:: DATASET CONTENT ::
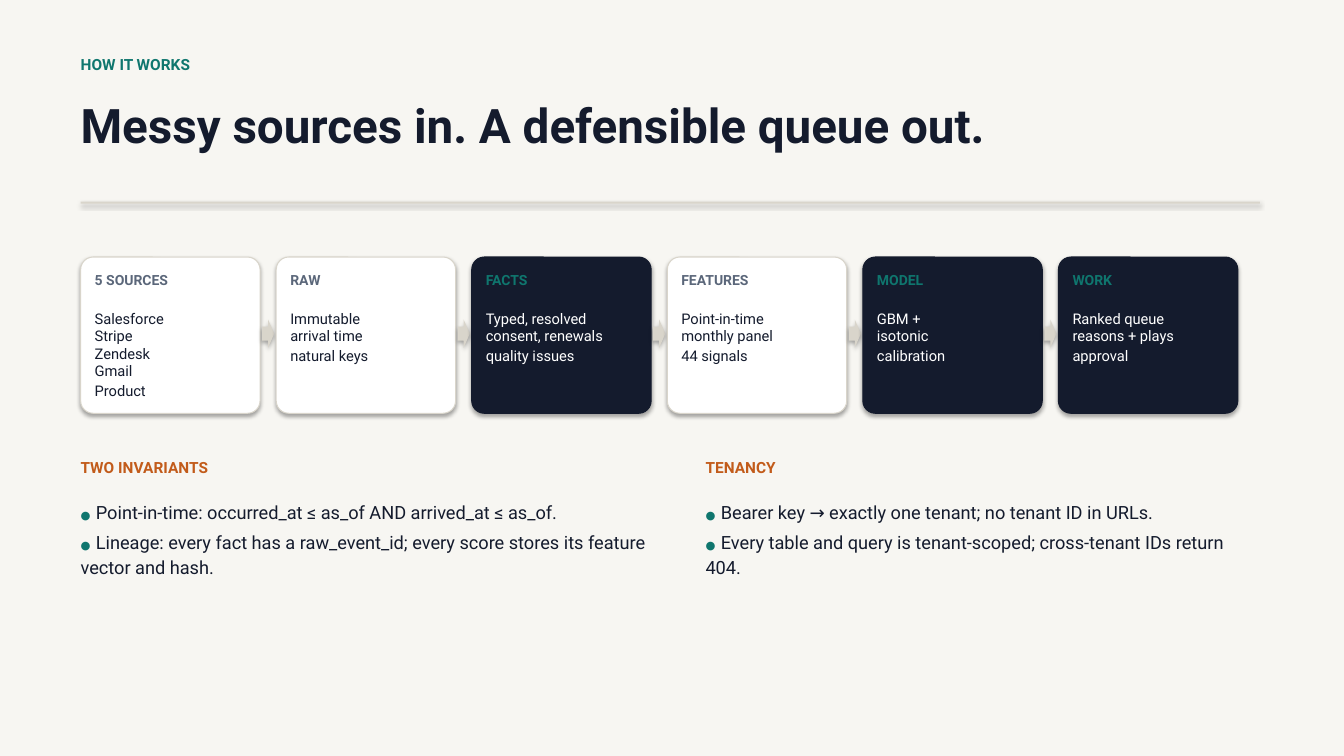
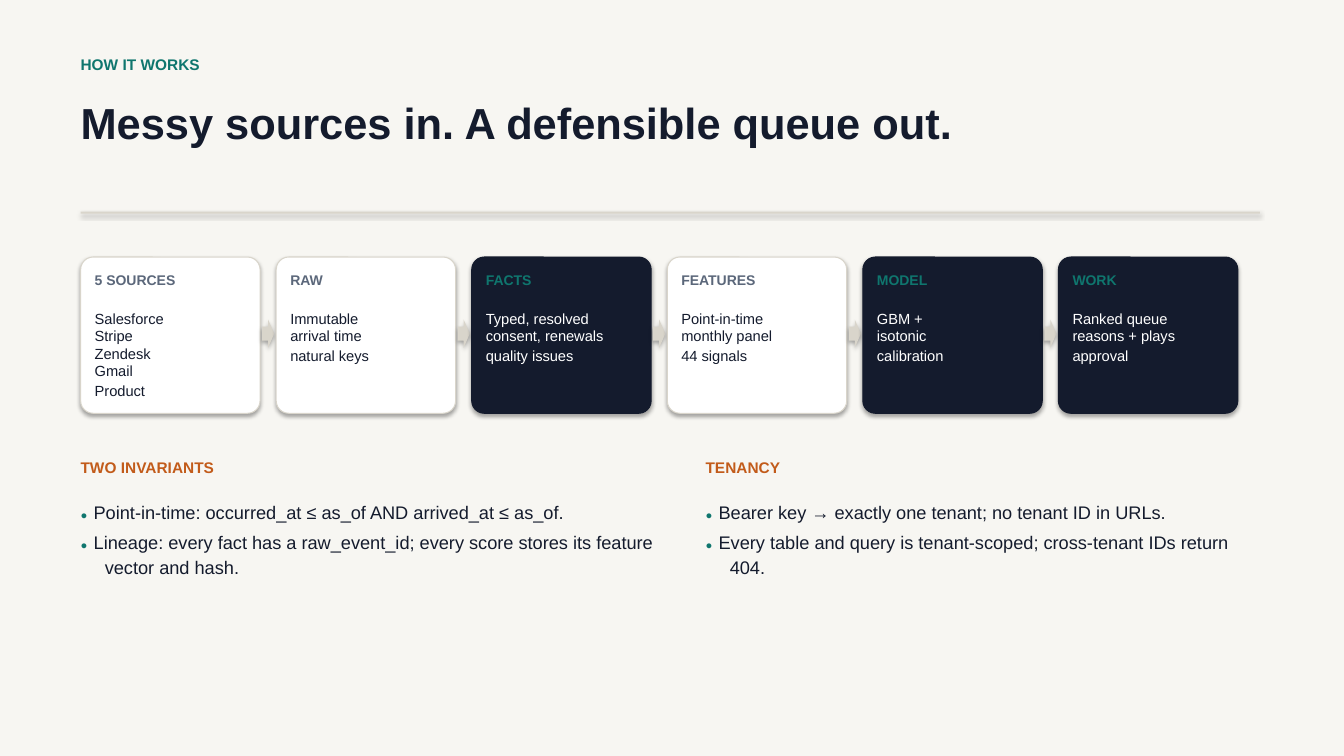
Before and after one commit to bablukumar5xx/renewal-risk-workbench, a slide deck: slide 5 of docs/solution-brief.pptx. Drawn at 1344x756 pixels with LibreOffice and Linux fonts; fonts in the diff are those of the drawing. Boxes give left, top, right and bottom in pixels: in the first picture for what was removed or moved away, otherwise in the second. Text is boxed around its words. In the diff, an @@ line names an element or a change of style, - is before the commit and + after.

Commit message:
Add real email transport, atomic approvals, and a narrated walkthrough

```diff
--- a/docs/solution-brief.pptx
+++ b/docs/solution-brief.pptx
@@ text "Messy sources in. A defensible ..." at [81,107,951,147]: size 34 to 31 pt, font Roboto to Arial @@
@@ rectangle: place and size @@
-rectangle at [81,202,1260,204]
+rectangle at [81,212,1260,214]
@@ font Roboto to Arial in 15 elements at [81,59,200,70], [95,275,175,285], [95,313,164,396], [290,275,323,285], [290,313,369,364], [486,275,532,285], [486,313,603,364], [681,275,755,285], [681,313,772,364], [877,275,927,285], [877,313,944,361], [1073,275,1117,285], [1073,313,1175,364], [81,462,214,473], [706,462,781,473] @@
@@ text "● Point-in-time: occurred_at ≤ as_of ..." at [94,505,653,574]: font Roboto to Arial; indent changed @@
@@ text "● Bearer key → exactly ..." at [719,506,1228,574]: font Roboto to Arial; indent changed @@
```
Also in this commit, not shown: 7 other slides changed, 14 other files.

:: TASK ITEM ::
The complete material, set down exactly and stripped of pictures, is the expected response.

:: WORKED SOLUTION ::
Before and after one commit to bablukumar5xx/renewal-risk-workbench, a slide deck: slide 5 of docs/solution-brief.pptx. Drawn at 1344x756 pixels with LibreOffice and Linux fonts; fonts in the diff are those of the drawing. Boxes give left, top, right and bottom in pixels: in the first picture for what was removed or moved away, otherwise in the second. Text is boxed around its words. In the diff, an @@ line names an element or a change of style, - is before the commit and + after.

Commit message:
Add real email transport, atomic approvals, and a narrated walkthrough

```diff
--- a/docs/solution-brief.pptx
+++ b/docs/solution-brief.pptx
@@ text "Messy sources in. A defensible ..." at [81,107,951,147]: size 34 to 31 pt, font Roboto to Arial @@
@@ rectangle: place and size @@
-rectangle at [81,202,1260,204]
+rectangle at [81,212,1260,214]
@@ font Roboto to Arial in 15 elements at [81,59,200,70], [95,275,175,285], [95,313,164,396], [290,275,323,285], [290,313,369,364], [486,275,532,285], [486,313,603,364], [681,275,755,285], [681,313,772,364], [877,275,927,285], [877,313,944,361], [1073,275,1117,285], [1073,313,1175,364], [81,462,214,473], [706,462,781,473] @@
@@ text "● Point-in-time: occurred_at ≤ as_of ..." at [94,505,653,574]: font Roboto to Arial; indent changed @@
@@ text "● Bearer key → exactly ..." at [719,506,1228,574]: font Roboto to Arial; indent changed @@
```
Also in this commit, not shown: 7 other slides changed, 14 other files.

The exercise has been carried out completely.